Eastman is currently negotiating an award of up to $375 million from the US Department of Energy’s Office of Clean Energy Demonstrations (OCED) programme in order to enable this, and address two global challenges at once.

Eastman’s first molecular polyester recycling plant in Kingsport, Tennessee began production in March. © Eastman

Eastman has been collaborating with Rondo Energy to deploy thermal batteries for the project. Rondo Heat Batteries (RHBs) are essentially modular units containing thousands of tons of brick and coils of metal – much like those in a toaster. RHBs transform intermittent renewable power – in this case, much of it from new, on-site solar – into heat in excess of 1,000°C. The brick batteries can store massive amounts of heat for up to 24 hours with very little loss.

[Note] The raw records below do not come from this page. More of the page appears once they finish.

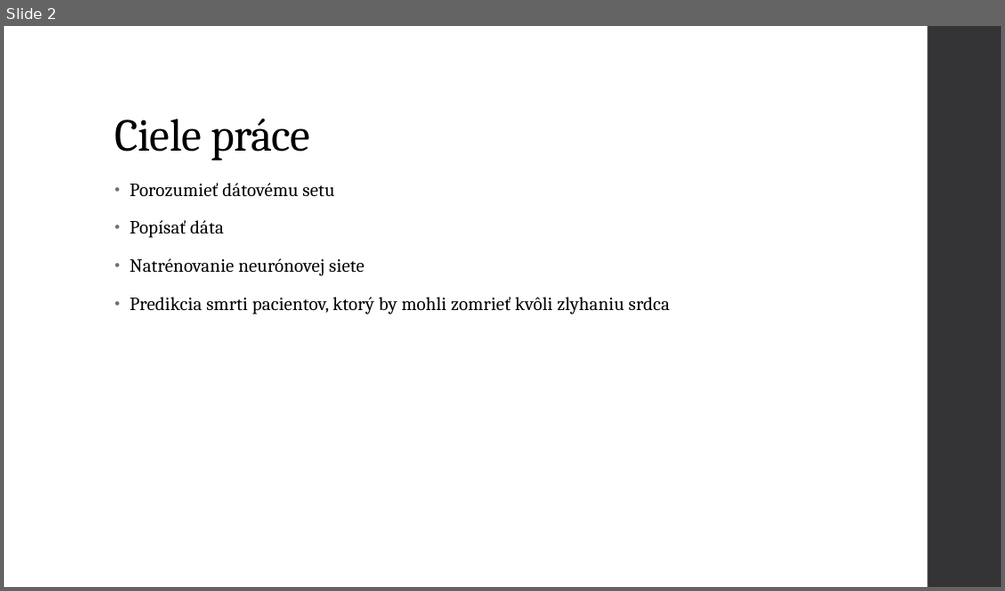
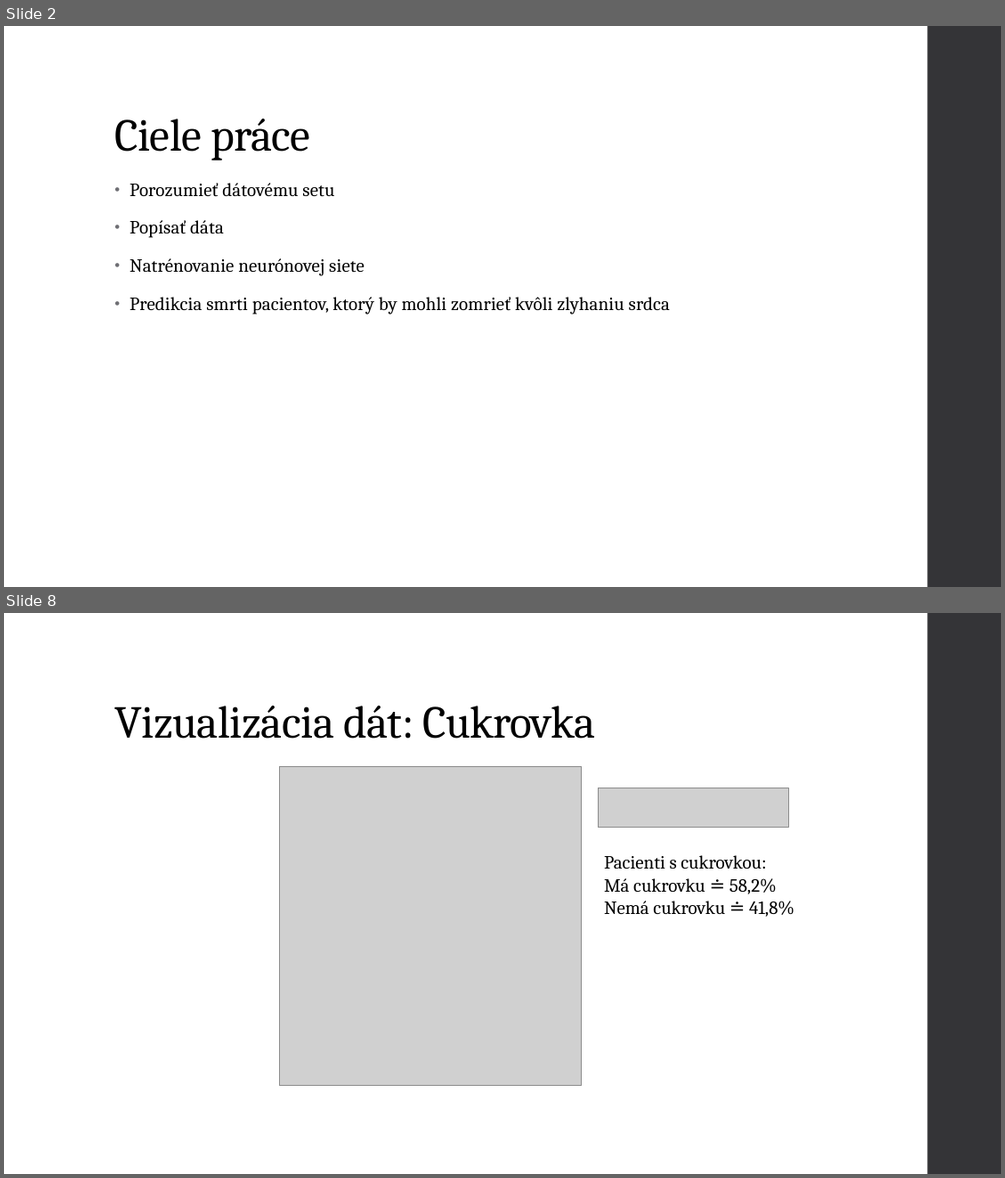
Before and after one commit to mvanko/Vanko_Martin_NS2021, a slide deck: Vanko Martin Predikcia zlyhania srdca.pptx. Shown one above the other, each under a label of ours: slide 2 before the commit, slides 2 and 8 after it; the slides between them are not shown. The pictures are 1005x591 and 1005x1178 pixels, drawn with LibreOffice and Linux fonts; fonts in the diff are those of the drawing; grey boxes stand for pictures. Boxes give left, top, right and bottom in pixels: in the first picture for what was removed or moved away, otherwise in the second. Text is boxed around its words. In the diff, an @@ line names an element or a change of style, - is before the commit and + after.

```diff
--- a/Vanko Martin Predikcia zlyhania srdca.pptx
+++ b/Vanko Martin Predikcia zlyhania srdca.pptx
@@ slide 8 added at <box>4,613,1001,1174</box>, background #FFFFFF; not listed: 1 template element that a slide beside it also shows @@
@@ title added at <box>114,706,595,738</box>, 44 pt, text #000000 @@
+Vizualizácia dát: Cukrovka
@@ picture added at <box>279,766,582,1086</box> @@
@@ picture added at <box>598,788,788,827</box> @@
@@ text added at <box>604,855,794,916</box>, 18 pt, text #000000 @@
+Pacienti s cukrovkou:
+Má cukrovku ≐ 58,2%
+Nemá cukrovku ≐ 41,8%
```
Also in this commit, not shown: 2 slides changed, 14 other slides added, 1 other file.

By incorporating thermal batteries fed by renewable energy, Eastman will be able to recycle hard-to-recycle polyester waste and produce new, recycled materials with up to 90% fewer greenhouse gas emissions than materials produced with fossil feedstocks. PepsiCo has already signed a contract to use Eastman Renew materials from the Longview facility to create more sustainable packaging with a much lower carbon footprint.

Critical innovation

According to John O’Donnell, CEO of Rondo, the project demonstrates how collaboration can deliver a multiplier effect with cutting-edge technologies.

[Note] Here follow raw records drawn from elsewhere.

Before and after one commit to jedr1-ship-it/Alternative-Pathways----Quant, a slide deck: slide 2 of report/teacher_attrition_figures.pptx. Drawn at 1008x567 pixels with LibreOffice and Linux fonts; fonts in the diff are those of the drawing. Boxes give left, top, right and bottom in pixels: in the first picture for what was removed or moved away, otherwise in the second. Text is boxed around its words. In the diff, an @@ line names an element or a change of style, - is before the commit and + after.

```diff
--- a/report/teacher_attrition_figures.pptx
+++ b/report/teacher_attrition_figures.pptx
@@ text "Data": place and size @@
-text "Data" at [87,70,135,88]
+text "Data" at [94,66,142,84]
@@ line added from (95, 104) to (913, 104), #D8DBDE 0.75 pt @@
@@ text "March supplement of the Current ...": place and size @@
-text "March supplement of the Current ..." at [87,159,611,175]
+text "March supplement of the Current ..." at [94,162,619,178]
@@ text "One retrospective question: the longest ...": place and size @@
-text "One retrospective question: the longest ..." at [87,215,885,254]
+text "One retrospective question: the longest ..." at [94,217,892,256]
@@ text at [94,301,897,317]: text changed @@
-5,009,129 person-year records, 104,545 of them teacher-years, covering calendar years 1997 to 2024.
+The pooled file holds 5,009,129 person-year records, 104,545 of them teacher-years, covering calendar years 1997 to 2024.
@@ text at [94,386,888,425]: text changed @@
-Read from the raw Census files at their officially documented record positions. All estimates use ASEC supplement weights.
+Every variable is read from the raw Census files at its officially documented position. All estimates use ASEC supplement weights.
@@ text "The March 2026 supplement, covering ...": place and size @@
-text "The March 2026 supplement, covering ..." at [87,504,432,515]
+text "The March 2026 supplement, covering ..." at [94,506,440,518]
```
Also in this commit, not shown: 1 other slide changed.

“Our work with Eastman illustrates how innovation and collaboration are essential to address great world challenges,” he said. “Years of innovation and development by Eastman in molecular recycling combined with Rondo’s expertise in thermal batteries have delivered a moment where these technologies can be deployed together at large scale.”

Neil Brown, an Eastman engineer who is a leader in assessing renewable energy, believes thermal batteries could be a critical innovation for industrial decarbonisation.

“Anywhere there are great needs for process heat – and Eastman uses a lot of heat to power our processes – thermal batteries can be a solution because you’re able to store heat for so long with so little loss. Another plus of building this new facility at an existing site is that if we run into challenges as we’re integrating the new thermal technology, we have backup steam and power systems in place to allow continued operations.”

In addition to the clean energy and circular economy advantages, there will be tangible benefits for the community. Eastman has committed a $20 million investment for a comprehensive community benefit plan that is part of the DOE award. The overall Longview project will create 1,000 temporary construction and trade jobs and 200 full-time jobs when construction is complete in around 2027.